Back to impact with a capital “I.” According to Northeast Allergy, some of the most common allergens are pollen, peanuts, tree nuts, shellfish, and animal dander; some are easier to control than others. Across the world, around 10 and 20 percent of the population is allergic to cats and dogs. That’s 654-1,309 or so odd Duke undergraduates, including yours truly (please, oh god, whatever you do, don’t mail me a fluffy white Persian kitten as a prank for suggesting what I am about to suggest—have mercy).

While it’s difficult to go one day without seeing a dog around campus, I first must address the most pernicious purveyor of puppies: Duke’s very own Puppy Kindergarten. They have raised dozens of puppies. Just think of all that pet fur and dander, clogging the centralized air vents of your dorm, littering the ground, sneaking its way onto your clothing. It’s our duty as a community to do something about it. Not only do we allow pets, but we promote them—just look at the Duke University Instagram. And it’s obviously unreasonable to ask people who are allergic to just avoid dogs and other animals.

Sure, I guess there are probably some benefits of Puppy Kindergarten, like science and research advancement and the happiness of volunteers or whatever. Still, we can’t let ourselves be swayed by such propaganda—after all, a lot of people had to give up the beloved Nutella crepe from Café for the sake of the broader good. You can’t tell me this program is anything more than an excuse for people to play with cute puppies. I see through your façade, Duke Department of Evolutionary Anthropology!

Sure, some people need service animals for physical disabilities or “mental health reasons,” but the presence of dogs—and, to a lesser extent, cats—is an inconvenience to myself and the literal hundreds of people who are allergic to them. It’s sort of like how students with dairy allergies often use nut-based alternatives such as almond milk instead of cow, and vegetarians and vegans often supplement various nuts as protein sources since they can’t have animal products. They are sacrificing their preferences for the greater good, and dog people should, too.

I’ll say it: I’m not a dog person. They make me sneeze and have watery eyes. My life would be mildly better if Duke banned dogs and other pets on campus. And we should ban anything that any significant group of people finds mildly inconvenient, especially if it allows Duke to look extra innovative or impressive. To enact the pet ban at scale, I suggest delegating the task to the Academic Guides to perform in any manner they see fit, which would give them something to do besides sometimes ordering donuts. It’s all for the collective well-being—or at least the appearance of such.

I am already anticipating the backlash towards this decision and have some additional suggestions to make this a more equitable change for everyone. Gold and Mamabean, like the peanut butter at Red Mango, will be exempt from the distinction of pets in the proposed forthcoming ban. However, we will make up for this by eliminating the remaining common allergies that are widespread on campus.

First, Duke will cut down all trees—including the cherry blossoms—to prevent the proliferation of pollen and subsequent hell for seasonal allergy sufferers. Next, we will slowly remove all allergens from the dining halls until the only foods left are plain chicken, white rice and unseasoned broccoli (J.B.’s will make a killing). Finally, the cleaning staff will thoroughly clean all dorms to remove any traces of mold and dander (who am I kidding, this will never happen). 

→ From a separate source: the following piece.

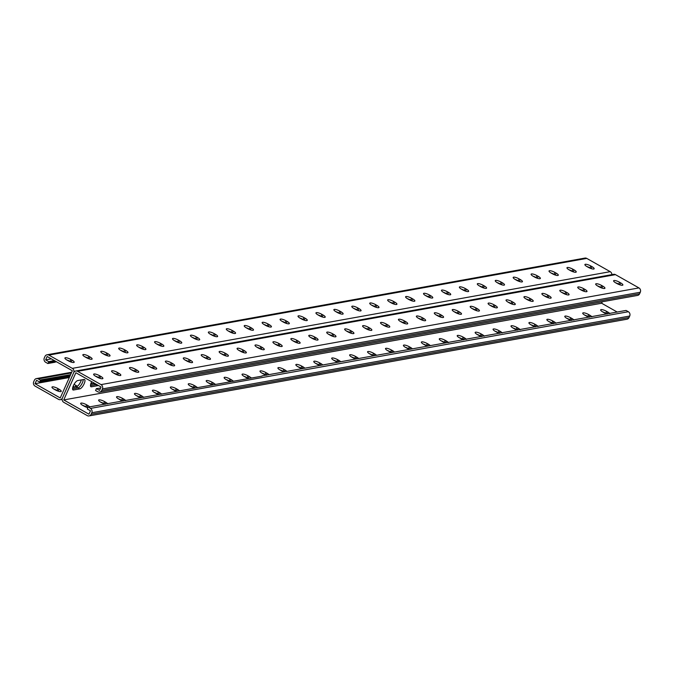 <?xml version="1.0" encoding="UTF-8"?>
<svg xmlns="http://www.w3.org/2000/svg" width="674" height="674" viewBox="0 0 674 674"><rect width="100%" height="100%" fill="white"/><g stroke="black" fill="none" stroke-linecap="round" stroke-linejoin="round"><path stroke-width="1.01" d="M51.342 358.863L45.63 359.891L46.506 360.388L48.781 361.677L54.223 360.497M56.136 361.837L56.759 361.93M55.234 361.997L56.228 361.626M54.341 362.157L55.108 362.275L55.563 361.256M53.44 362.317L54.215 362.435L54.906 360.885M52.547 362.477L53.322 362.595L54.156 360.708M51.654 362.637L52.42 362.755L53.263 360.868M50.752 362.806L51.527 362.924L52.37 361.028M49.859 362.966L50.626 363.084L51.468 361.188M48.958 363.126L49.733 363.244L50.575 361.357M48.065 363.286L48.84 363.404L49.674 361.517M602.312 301.758L601.646 303.249L63.744 399.943L75.859 372.73L101.066 386.994L99.55 390.398L96.399 388.612L95.565 390.499L97.84 391.788A3.21 2.907 79.8 0 0 101.723 390.44L102.397 388.932A3.21 2.907 79.8 0 0 101.033 384.61L77.577 371.34A3.21 2.907 79.8 0 0 73.685 372.688L62.412 398.005L73.685 372.688A3.21 2.907 -100.2 0 0 72.32 368.366L48.857 355.097A3.21 2.907 -100.2 0 0 44.973 356.445L44.299 357.961A3.21 2.907 -100.2 0 0 45.664 362.275L47.938 363.564L48.781 361.677M45.63 359.891L47.146 356.495L72.354 370.751L60.239 397.963L35.031 383.7L36.548 380.296L39.699 382.082L40.625 379.909L70.618 374.651M81.293 379.925A5.35 1.82 -60.5 0 1 76.297 386.901L78.049 387.895A5.35 1.82 119.5 0 0 81.402 384.627A5.35 1.82 119.5 0 0 83.222 379.58A5.35 1.82 -60.5 0 1 81.402 384.627A5.35 1.82 -60.5 0 1 78.049 387.895L72.556 388.881L78.049 387.895L79.802 388.881A5.35 1.82 119.5 0 0 83.837 384.407A5.35 1.82 119.5 0 0 84.536 379.504A5.35 1.82 119.5 0 0 84.006 379.437L77.729 380.566A5.35 1.82 119.5 0 0 73.693 385.039A5.35 1.82 119.5 0 0 72.994 389.943A5.35 1.82 119.5 0 0 73.525 390.01L79.802 388.881M72.733 387.542L76.297 386.901M94.815 383.455A5.35 1.82 -60.5 0 1 94.225 383.683L95.978 384.669A5.35 1.82 119.5 0 0 96.559 384.45A5.35 1.82 -60.5 0 1 95.978 384.669L90.485 385.663L95.978 384.669L97.73 385.663A5.35 1.82 119.5 0 0 98.311 385.435M90.661 384.323L94.225 383.683M611.874 274.638A3.21 2.907 -100.2 0 0 610.223 271.673L586.759 258.403A3.21 2.907 -100.2 0 0 584.931 258.083L47.028 354.777M335.829 311.649A4.448 1.137 -156 0 1 338.971 313.014L340.092 313.646A4.448 1.137 -156 0 1 340.336 313.789M353.766 308.422A4.448 1.137 -156 0 1 356.9 309.787L358.02 310.419A4.448 1.137 -156 0 1 358.273 310.571M371.694 305.204A4.448 1.137 -156 0 1 374.828 306.569L375.949 307.201A4.448 1.137 -156 0 1 376.202 307.344M389.623 301.977A4.448 1.137 -156 0 1 392.757 303.342L393.877 303.974A4.448 1.137 -156 0 1 394.13 304.117M407.551 298.759A4.448 1.137 -156 0 1 410.693 300.115L411.814 300.756A4.448 1.137 -156 0 1 412.058 300.899M425.479 295.532A4.448 1.137 -156 0 1 428.622 296.897L429.742 297.529A4.448 1.137 -156 0 1 429.987 297.672M443.416 292.305A4.448 1.137 -156 0 1 446.55 293.67L447.671 294.311A4.448 1.137 -156 0 1 447.924 294.454M461.345 289.087A4.448 1.137 -156 0 1 464.479 290.452L465.599 291.084A4.448 1.137 -156 0 1 465.852 291.227M479.273 285.86A4.448 1.137 -156 0 1 482.407 287.225L483.528 287.857A4.448 1.137 -156 0 1 483.78 288.009M497.201 282.642A4.448 1.137 -156 0 1 500.344 284.007L501.464 284.639A4.448 1.137 -156 0 1 501.709 284.782M515.13 279.415A4.448 1.137 -156 0 1 518.272 280.78L519.393 281.412A4.448 1.137 -156 0 1 519.637 281.555M533.067 276.197A4.448 1.137 -156 0 1 536.201 277.553L537.321 278.193A4.448 1.137 -156 0 1 537.574 278.337M550.995 272.97A4.448 1.137 -156 0 1 554.129 274.335L555.25 274.967A4.448 1.137 -156 0 1 555.502 275.11M568.923 269.743A4.448 1.137 -156 0 1 572.058 271.108L573.178 271.748A4.448 1.137 -156 0 1 573.431 271.892M586.852 266.525A4.448 1.137 -156 0 1 589.994 267.89L591.115 268.522A4.448 1.137 -156 0 1 591.359 268.665M322.408 317.016A4.448 1.137 24 0 0 322.164 316.873L321.043 316.232A4.448 1.137 24 0 0 317.901 314.868M304.479 320.234A4.448 1.137 24 0 0 304.227 320.091L303.106 319.459A4.448 1.137 24 0 0 299.972 318.094M286.551 323.461A4.448 1.137 24 0 0 286.298 323.318L285.178 322.678A4.448 1.137 24 0 0 282.044 321.321M268.623 326.679A4.448 1.137 24 0 0 268.37 326.536L267.249 325.904A4.448 1.137 24 0 0 264.115 324.539M250.686 329.906A4.448 1.137 24 0 0 250.442 329.763L249.321 329.131A4.448 1.137 24 0 0 246.178 327.766M232.757 333.133A4.448 1.137 24 0 0 232.513 332.981L231.393 332.349A4.448 1.137 24 0 0 228.25 330.985M214.829 336.351A4.448 1.137 24 0 0 214.576 336.208L213.456 335.576A4.448 1.137 24 0 0 210.322 334.211M196.901 339.578A4.448 1.137 24 0 0 196.648 339.435L195.527 338.795A4.448 1.137 24 0 0 192.393 337.43M178.972 342.796A4.448 1.137 24 0 0 178.72 342.653L177.599 342.021A4.448 1.137 24 0 0 174.465 340.656M161.035 346.023A4.448 1.137 24 0 0 160.791 345.88L159.671 345.24A4.448 1.137 24 0 0 156.528 343.883M143.107 349.242A4.448 1.137 24 0 0 142.863 349.098L141.742 348.466A4.448 1.137 24 0 0 138.6 347.102M125.179 352.468A4.448 1.137 24 0 0 124.926 352.325L123.805 351.693A4.448 1.137 24 0 0 120.671 350.328M107.25 355.695A4.448 1.137 24 0 0 106.998 355.543L105.877 354.912A4.448 1.137 24 0 0 102.743 353.547M89.322 358.913A4.448 1.137 24 0 0 89.069 358.77L87.949 358.138A4.448 1.137 24 0 0 84.814 356.773M71.385 362.14A4.448 1.137 24 0 0 71.141 361.989L70.02 361.357A4.448 1.137 24 0 0 66.878 359.992M340.934 311.759L339.814 311.118A4.448 1.137 24 0 0 333.883 309.644A4.448 1.137 24 0 0 336.082 311.792L337.202 312.424A4.448 1.137 24 0 0 343.133 313.899A4.448 1.137 24 0 0 340.934 311.759L340.092 313.646M358.863 308.532L357.742 307.9A4.448 1.137 24 0 0 351.811 306.426A4.448 1.137 24 0 0 354.01 308.566L355.131 309.206A4.448 1.137 24 0 0 361.062 310.68A4.448 1.137 24 0 0 358.863 308.532L358.02 310.419M376.791 305.314L375.671 304.673A4.448 1.137 24 0 0 369.74 303.199A4.448 1.137 24 0 0 371.938 305.347L373.059 305.979A4.448 1.137 24 0 0 378.99 307.454A4.448 1.137 24 0 0 376.791 305.314L375.949 307.201M394.72 302.087L393.599 301.455A4.448 1.137 24 0 0 387.668 299.981A4.448 1.137 24 0 0 389.875 302.121L390.996 302.761A4.448 1.137 24 0 0 396.919 304.235A4.448 1.137 24 0 0 394.72 302.087L393.877 303.974M412.648 298.86L411.528 298.228A4.448 1.137 24 0 0 405.605 296.754A4.448 1.137 24 0 0 407.804 298.902L408.924 299.534A4.448 1.137 24 0 0 414.855 301.008A4.448 1.137 24 0 0 412.648 298.86L411.814 300.756M430.585 295.642L429.464 295.01A4.448 1.137 24 0 0 423.533 293.535A4.448 1.137 24 0 0 425.732 295.675L426.853 296.307A4.448 1.137 24 0 0 432.784 297.782A4.448 1.137 24 0 0 430.585 295.642L429.742 297.529M448.513 292.415L447.393 291.783A4.448 1.137 24 0 0 441.462 290.309A4.448 1.137 24 0 0 443.661 292.457L444.781 293.089A4.448 1.137 24 0 0 450.712 294.563A4.448 1.137 24 0 0 448.513 292.415L447.671 294.311M466.442 289.197L465.321 288.556A4.448 1.137 24 0 0 459.39 287.082A4.448 1.137 24 0 0 461.589 289.23L462.709 289.862A4.448 1.137 24 0 0 468.641 291.337A4.448 1.137 24 0 0 466.442 289.197L465.599 291.084M484.37 285.97L483.25 285.338A4.448 1.137 24 0 0 477.318 283.864A4.448 1.137 24 0 0 479.526 286.003L480.646 286.644A4.448 1.137 24 0 0 486.569 288.118A4.448 1.137 24 0 0 484.37 285.97L483.528 287.857M502.299 282.751L501.178 282.111A4.448 1.137 24 0 0 495.255 280.637A4.448 1.137 24 0 0 497.454 282.785L498.575 283.417A4.448 1.137 24 0 0 504.506 284.891A4.448 1.137 24 0 0 502.299 282.751L501.464 284.639M520.235 279.525L519.115 278.893A4.448 1.137 24 0 0 513.184 277.418A4.448 1.137 24 0 0 515.383 279.558L516.503 280.199A4.448 1.137 24 0 0 522.434 281.673A4.448 1.137 24 0 0 520.235 279.525L519.393 281.412M538.164 276.298L537.043 275.666A4.448 1.137 24 0 0 531.112 274.192A4.448 1.137 24 0 0 533.311 276.34L534.431 276.972A4.448 1.137 24 0 0 540.363 278.446A4.448 1.137 24 0 0 538.164 276.298L537.321 278.193M556.092 273.08L554.972 272.448A4.448 1.137 24 0 0 549.04 270.973A4.448 1.137 24 0 0 551.239 273.113L552.36 273.745A4.448 1.137 24 0 0 558.291 275.219A4.448 1.137 24 0 0 556.092 273.08L555.25 274.967M574.021 269.853L572.9 269.221A4.448 1.137 24 0 0 566.969 267.747A4.448 1.137 24 0 0 569.176 269.895L570.297 270.527A4.448 1.137 24 0 0 576.219 272.001A4.448 1.137 24 0 0 574.021 269.853L573.178 271.748M591.949 266.634L590.828 266.003A4.448 1.137 24 0 0 584.906 264.52A4.448 1.137 24 0 0 587.105 266.668L588.225 267.3A4.448 1.137 24 0 0 594.156 268.774A4.448 1.137 24 0 0 591.949 266.634L591.115 268.522M319.274 315.651L318.153 315.019A4.448 1.137 -156 0 1 315.954 312.871A4.448 1.137 -156 0 1 321.877 314.345L322.998 314.977A4.448 1.137 -156 0 1 325.205 317.125A4.448 1.137 -156 0 1 319.274 315.651M301.345 318.869L300.225 318.238A4.448 1.137 -156 0 1 298.018 316.098A4.448 1.137 -156 0 1 303.949 317.572L305.069 318.204A4.448 1.137 -156 0 1 307.268 320.344A4.448 1.137 -156 0 1 301.345 318.869M283.409 322.096L282.288 321.464A4.448 1.137 -156 0 1 280.089 319.316A4.448 1.137 -156 0 1 286.02 320.79L287.141 321.422A4.448 1.137 -156 0 1 289.34 323.571A4.448 1.137 -156 0 1 283.409 322.096M265.48 325.323L264.36 324.683A4.448 1.137 -156 0 1 262.161 322.543A4.448 1.137 -156 0 1 268.092 324.017L269.212 324.649A4.448 1.137 -156 0 1 271.411 326.797A4.448 1.137 -156 0 1 265.48 325.323M247.552 328.541L246.431 327.909A4.448 1.137 -156 0 1 244.232 325.761A4.448 1.137 -156 0 1 250.164 327.235L251.284 327.876A4.448 1.137 -156 0 1 253.483 330.016A4.448 1.137 -156 0 1 247.552 328.541M229.623 331.768L228.503 331.128A4.448 1.137 -156 0 1 226.304 328.988A4.448 1.137 -156 0 1 232.227 330.462L233.347 331.094A4.448 1.137 -156 0 1 235.555 333.242A4.448 1.137 -156 0 1 229.623 331.768M211.695 334.986L210.574 334.355A4.448 1.137 -156 0 1 208.367 332.206A4.448 1.137 -156 0 1 214.298 333.681L215.419 334.321A4.448 1.137 -156 0 1 217.618 336.461A4.448 1.137 -156 0 1 211.695 334.986M193.758 338.213L192.638 337.581A4.448 1.137 -156 0 1 190.439 335.433A4.448 1.137 -156 0 1 196.37 336.907L197.49 337.539A4.448 1.137 -156 0 1 199.689 339.688A4.448 1.137 -156 0 1 193.758 338.213M175.83 341.432L174.709 340.8A4.448 1.137 -156 0 1 172.51 338.66A4.448 1.137 -156 0 1 178.442 340.134L179.562 340.766A4.448 1.137 -156 0 1 181.761 342.906A4.448 1.137 -156 0 1 175.83 341.432M157.901 344.658L156.781 344.026A4.448 1.137 -156 0 1 154.582 341.878A4.448 1.137 -156 0 1 160.513 343.352L161.634 343.984A4.448 1.137 -156 0 1 163.833 346.133A4.448 1.137 -156 0 1 157.901 344.658M139.973 347.885L138.852 347.245A4.448 1.137 -156 0 1 136.654 345.105A4.448 1.137 -156 0 1 142.576 346.579L143.697 347.211A4.448 1.137 -156 0 1 145.904 349.359A4.448 1.137 -156 0 1 139.973 347.885M122.045 351.103L120.924 350.472A4.448 1.137 -156 0 1 118.717 348.323A4.448 1.137 -156 0 1 124.648 349.798L125.768 350.438A4.448 1.137 -156 0 1 127.967 352.578A4.448 1.137 -156 0 1 122.045 351.103M104.108 354.33L102.987 353.69A4.448 1.137 -156 0 1 100.788 351.55A4.448 1.137 -156 0 1 106.719 353.024L107.84 353.656A4.448 1.137 -156 0 1 110.039 355.805A4.448 1.137 -156 0 1 104.108 354.33M86.179 357.549L85.059 356.917A4.448 1.137 -156 0 1 82.86 354.768A4.448 1.137 -156 0 1 88.791 356.243L89.912 356.883A4.448 1.137 -156 0 1 92.111 359.023A4.448 1.137 -156 0 1 86.179 357.549M68.251 360.775L67.13 360.143A4.448 1.137 -156 0 1 64.931 357.995A4.448 1.137 -156 0 1 70.863 359.469L71.983 360.101A4.448 1.137 -156 0 1 74.182 362.25A4.448 1.137 -156 0 1 68.251 360.775M68.512 376.648L69.279 376.766L70.121 374.87M67.611 376.808L68.386 376.926L69.228 375.039M66.718 376.968L67.484 377.086L68.327 375.199M65.816 377.128L66.591 377.246L67.434 375.359M64.923 377.288L65.698 377.406L66.532 375.519M64.03 377.448L64.797 377.566L65.639 375.679M63.129 377.608L63.904 377.726L64.746 375.839M62.235 377.769L63.002 377.895L63.845 375.999M61.334 377.937L62.109 378.055L62.952 376.159M60.441 378.097L61.216 378.215L62.05 376.328M59.539 378.257L60.315 378.375L61.157 376.488M58.646 378.417L59.422 378.535L60.264 376.648M57.753 378.577L58.52 378.695L59.363 376.808M56.852 378.737L57.627 378.855L58.47 376.968M55.959 378.898L56.726 379.015L57.568 377.128M55.057 379.058L55.832 379.184L56.675 377.288M54.164 379.226L54.939 379.344L55.774 377.448M53.271 379.386L54.038 379.504L54.88 377.617M52.37 379.546L53.145 379.664L53.987 377.777M51.477 379.706L52.243 379.824L53.086 377.937M50.575 379.866L51.35 379.984L52.193 378.097M49.682 380.026L50.457 380.144L51.291 378.257M48.789 380.187L49.556 380.305L50.398 378.417M47.888 380.355L48.663 380.473L49.505 378.577M46.995 380.515L47.761 380.633L48.604 378.737M46.093 380.675L46.868 380.793L47.711 378.906M45.2 380.835L45.975 380.953L46.809 379.066M44.299 380.995L45.074 381.113L45.916 379.226M43.406 381.155L44.181 381.273L45.023 379.386M42.513 381.316L43.279 381.433L44.122 379.546M41.611 381.476L42.386 381.594L43.229 379.706M40.718 381.644L41.485 381.762L42.327 379.866M39.817 381.804L40.592 381.922L41.434 380.026M88.934 407.248L90.434 408.419A3.21 2.907 -100.2 0 1 91.799 412.732L91.125 414.249A3.21 2.907 -100.2 0 1 87.241 415.597L63.777 402.327A3.21 2.907 -100.2 0 1 62.412 398.005A3.21 2.907 79.8 0 1 58.528 399.353L35.065 386.084A3.21 2.907 79.8 0 1 33.7 381.762L34.374 380.254A3.21 2.907 79.8 0 1 38.258 378.906L40.541 380.195M69.338 377.533L35.031 383.7M90.973 383.321L91.159 383.422A4.448 1.137 24 0 0 92.33 384.02M73.045 386.539L73.23 386.649A4.448 1.137 24 0 0 74.401 387.247M77.459 386.278A4.448 1.137 24 0 0 76.954 385.975L75.833 385.343A4.448 1.137 24 0 0 74.005 384.458M55.293 389.867A4.448 1.137 24 0 0 61.224 391.341A4.448 1.137 24 0 0 59.026 389.201L57.905 388.569A4.448 1.137 24 0 0 51.974 387.095A4.448 1.137 24 0 0 54.173 389.235L55.293 389.867M91.049 383.102A4.448 1.137 -156 0 1 92.801 383.936M73.121 386.328A4.448 1.137 -156 0 1 74.865 387.162M53.928 389.092A4.448 1.137 -156 0 1 57.063 390.457L58.183 391.089A4.448 1.137 -156 0 1 58.436 391.232M88.159 407.13L87.317 409.017L90.468 410.803L88.951 414.198L63.744 399.943M89.069 415.917L626.972 319.223A3.21 2.907 -100.2 0 0 629.027 317.555L629.701 316.039A3.21 2.907 -100.2 0 0 628.337 311.725L626.062 310.436L262.076 375.865M89.052 406.97L261.992 376.151M599.599 286.753L599.135 286.838M581.67 289.98L581.199 290.064M366.513 328.651L366.041 328.735M348.584 331.878L348.113 331.962M384.441 325.432L383.969 325.517M402.37 322.206L401.898 322.29M420.306 318.987L419.835 319.072M438.235 315.761L437.763 315.845M456.163 312.542L455.691 312.626M474.092 309.315L473.62 309.4M492.02 306.089L491.548 306.173M509.948 302.87L509.485 302.955M527.885 299.644L527.413 299.728M545.814 296.425L545.342 296.509M563.742 293.198L563.27 293.283M91.689 381.686A5.35 1.82 119.5 0 0 90.923 386.724A5.35 1.82 119.5 0 0 91.453 386.792L97.73 385.663M97.09 377.086L97.561 377.002M312.247 338.407L312.719 338.323M330.184 335.189L330.656 335.104M294.319 341.634L294.791 341.549M276.391 344.852L276.862 344.768M258.462 348.079L258.934 347.995M240.534 351.297L241.006 351.213M222.605 354.524L223.069 354.44M204.669 357.751L205.14 357.667M186.74 360.969L187.212 360.885M168.812 364.196L169.284 364.112M150.883 367.414L151.355 367.33M132.955 370.641L133.418 370.557M115.018 373.859L115.49 373.775M617.241 312.07L601.646 303.249M358.61 358.509A4.448 1.137 24 0 0 356.689 357.094L355.569 356.462A4.448 1.137 24 0 0 349.637 354.987A4.448 1.137 24 0 0 351.836 357.127L352.957 357.768A4.448 1.137 24 0 0 355.771 359.023M376.539 355.291A4.448 1.137 24 0 0 374.618 353.875L373.497 353.235A4.448 1.137 24 0 0 367.566 351.761A4.448 1.137 24 0 0 369.773 353.909L370.894 354.541A4.448 1.137 24 0 0 373.699 355.796M394.467 352.064A4.448 1.137 24 0 0 392.546 350.649L391.426 350.017A4.448 1.137 24 0 0 385.503 348.542A4.448 1.137 24 0 0 387.702 350.682L388.822 351.322A4.448 1.137 24 0 0 391.636 352.578M412.395 348.846A4.448 1.137 24 0 0 410.483 347.422L409.362 346.79A4.448 1.137 24 0 0 403.431 345.315A4.448 1.137 24 0 0 405.63 347.464L406.751 348.096A4.448 1.137 24 0 0 409.565 349.351M430.332 345.619A4.448 1.137 24 0 0 428.411 344.203L427.291 343.572A4.448 1.137 24 0 0 421.36 342.097A4.448 1.137 24 0 0 423.558 344.237L424.679 344.869A4.448 1.137 24 0 0 427.493 346.133M448.429 342.619A4.448 1.137 24 0 0 446.34 340.977L445.219 340.345A4.448 1.137 24 0 0 439.288 338.87A4.448 1.137 24 0 0 441.487 341.019L442.607 341.651A4.448 1.137 24 0 0 445.421 342.906M466.484 339.123L466.357 339.401A4.448 1.137 24 0 0 464.268 337.758L463.148 337.118A4.448 1.137 24 0 0 457.216 335.644A4.448 1.137 24 0 0 459.424 337.792L460.544 338.424A4.448 1.137 24 0 0 463.704 339.797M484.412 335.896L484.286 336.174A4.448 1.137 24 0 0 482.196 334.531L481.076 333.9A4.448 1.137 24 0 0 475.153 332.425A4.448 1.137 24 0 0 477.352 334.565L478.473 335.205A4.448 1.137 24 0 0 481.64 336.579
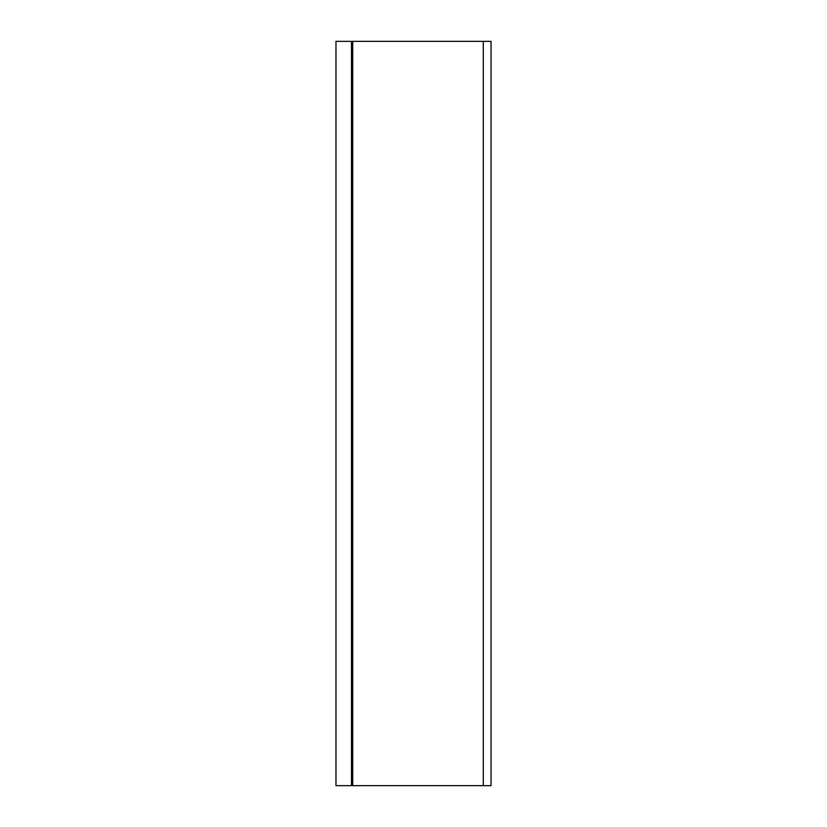 <?xml version="1.0" encoding="UTF-8"?>
<svg xmlns="http://www.w3.org/2000/svg" width="827" height="827" viewBox="0 0 827 827"><rect width="100%" height="100%" fill="white"/><g stroke="black" fill="none" stroke-linecap="round" stroke-linejoin="round"><path stroke-width="1.24" d="M483.278 785.65L491.031 785.65L491.031 41.35L351.475 41.35L351.475 785.65L483.278 785.65L483.278 41.35M351.475 41.35L335.969 41.35L335.969 785.65L351.475 785.65M352.715 41.35L352.715 785.65"/></g></svg>

While the decision to ban dogs would likely not be without its problems, it is the clear next step in creating a more allergy-friendly campus. This reasonable plan will allow the administration to uniquely stand out from its peers by taking a decisive step towards an entirely allergy-free campus, a category of our own creation in which we can simultaneously be game master and the winner by default.

Heidi Smith is a Trinity junior. Her column runs on alternate Mondays.